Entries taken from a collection
*** Block opens ***
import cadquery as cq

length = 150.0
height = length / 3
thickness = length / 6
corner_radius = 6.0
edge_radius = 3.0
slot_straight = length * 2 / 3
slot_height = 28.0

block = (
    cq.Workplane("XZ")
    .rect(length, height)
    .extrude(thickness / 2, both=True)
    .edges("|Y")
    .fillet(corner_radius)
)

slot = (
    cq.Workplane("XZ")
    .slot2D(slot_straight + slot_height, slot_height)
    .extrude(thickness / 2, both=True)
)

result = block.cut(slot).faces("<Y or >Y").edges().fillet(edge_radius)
*** Block closes ***
_EXERCISE GOAL_: Every record above must be printed again exactly as it stands.

_SOLUTION_:
import cadquery as cq

length = 150.0
height = length / 3
thickness = length / 6
corner_radius = 6.0
edge_radius = 3.0
slot_straight = length * 2 / 3
slot_height = 28.0

block = (
    cq.Workplane("XZ")
    .rect(length, height)
    .extrude(thickness / 2, both=True)
    .edges("|Y")
    .fillet(corner_radius)
)

slot = (
    cq.Workplane("XZ")
    .slot2D(slot_straight + slot_height, slot_height)
    .extrude(thickness / 2, both=True)
)

result = block.cut(slot).faces("<Y or >Y").edges().fillet(edge_radius)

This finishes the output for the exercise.